La Voz de Asturias

Weimar

Opinión

Ignacio Fernández Sarasola
Estatua de Goethe y Schiller frente al Teatro Nacional Alemán en Weimar

02 Jun 2019. Actualizado a las 05:00 h.

Este año se cumple el primer centenario de una de las Constituciones históricas más relevantes: la Constitución de Weimar. No viene mal recordarla incluso en este «minidiccionario de la Constitución española del 78» porque nuestro actual texto normativo ha heredado parte del espíritu del documento alemán. 

La Constitución de Weimar representa el epítome de lo que se conoce como el constitucionalismo de entreguerras, que pretendía superar algunas de las deficiencias que habían caracterizado al constitucionalismo liberal; unas deficiencias que, entre otros factores demostrados por la experiencia, afectaban a la forma de Estado y de gobierno.

Por lo que se refiere a la primera, el liberalismo decimonónico se había asentado sobre una concepción sacrosanta de la propiedad privada y una separación tajante entre el poder público y la sociedad; todo ello reconocido bajo el principio property and liberty (propiedad y libertad) que constituía el paradigma del liberalismo. El carácter nuclear de la propiedad privada la convertía en el principal derecho; no en balde, siguiendo las teorías de Locke, se consideraba que los demás derechos eran derivación suya: la libertad de conciencia suponía la propiedad sobre los pensamientos propios; la libertad personal entrañaba la propiedad sobre el propio cuerpo, y así sucesivamente. Es más, la propiedad llegaba a condicionar un derecho político, como era el de votar, al establecerse en muchos países el sufragio censitario (solo el propietario podía ejercer el voto). Por su parte, la separación estricta entre poder público y sociedad suponía que esta última era capaz de autorregularse, por lo que el Estado debía abstenerse de intervenir en ella: de ahí que no existiesen coberturas por desempleo o jubilación (contingencias que se solventaban con el ahorro privado) ni hubiese surgido el Derecho Laboral (las relaciones entre trabajador y empresario se consideraban un asunto puramente privado, regulado por la voluntad libre de los sujetos y en la que el Estado no podía interferir).

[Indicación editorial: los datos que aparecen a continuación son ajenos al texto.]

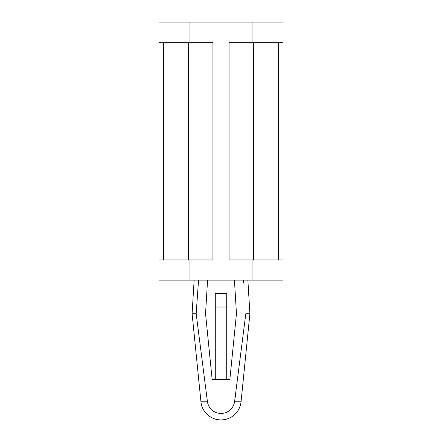 <?xml version="1.0" encoding="UTF-8"?>
<svg xmlns="http://www.w3.org/2000/svg" width="442" height="442" viewBox="0 0 442 442"><rect width="100%" height="100%" fill="white"/><g stroke="black" fill="none" stroke-linecap="round" stroke-linejoin="round"><path stroke-width="0.66" d="M243.448 280.134L243.625 282.62M234.696 400.8L235.669 394.131M198.552 280.134L196.176 313.732L198.552 280.134M194.121 280.134L192.104 313.732L196.176 313.732L207.442 401.756A13.708 13.708 0 0 0 234.558 401.756L241.056 401.756L249.896 313.732L245.824 313.732L234.558 401.756M253.614 259.973L253.614 42.261M278.416 259.973L278.416 42.261L229.061 42.261L229.061 259.973L283.073 259.973L283.073 280.134L252.034 280.134L252.034 259.973M234.437 280.134L236.453 313.732L229.846 379.584L212.154 379.584L205.547 313.732L207.563 280.134M189.966 280.134L189.966 259.973L158.927 259.973L158.927 280.134L252.034 280.134M189.966 259.973L212.939 259.973L212.939 42.261L158.927 42.261L158.927 22.1L283.073 22.1L283.073 42.261L278.416 42.261M189.966 42.261L189.966 22.1M252.034 42.261L252.034 22.1M192.104 313.732L200.944 401.756A20.161 20.161 0 0 0 221 419.9C210.961 420.121 201.723 411.767 200.944 401.756L207.442 401.756M215.287 307.013L226.713 307.013L226.713 293.571L215.287 293.571L215.287 379.584M226.713 307.013L226.713 379.584M163.584 259.973L163.584 42.261M188.386 259.973L188.386 42.261M221 419.9A20.161 20.161 0 0 0 241.056 401.756M247.879 280.134L249.896 313.732"/></g></svg>

La Constitución de Weimar implantó una nueva manera de abordar estos aspectos. Aun reconociendo la propiedad como un derecho fundamental, lo sujetó a una función social, permitiendo fórmulas como la expropiación. Del mismo modo, la tajante separación entre sociedad y poderes públicos fue reemplazada por un Estado Social, en el que las autoridades debían tener en cuenta y satisfacer las crecientes necesidades sociales. Bien es cierto que la zapatista Constitución mexicana de 1917 se había anticipado en dos años a estas regulaciones, pero la Constitución de Weimar las trajo a Europa.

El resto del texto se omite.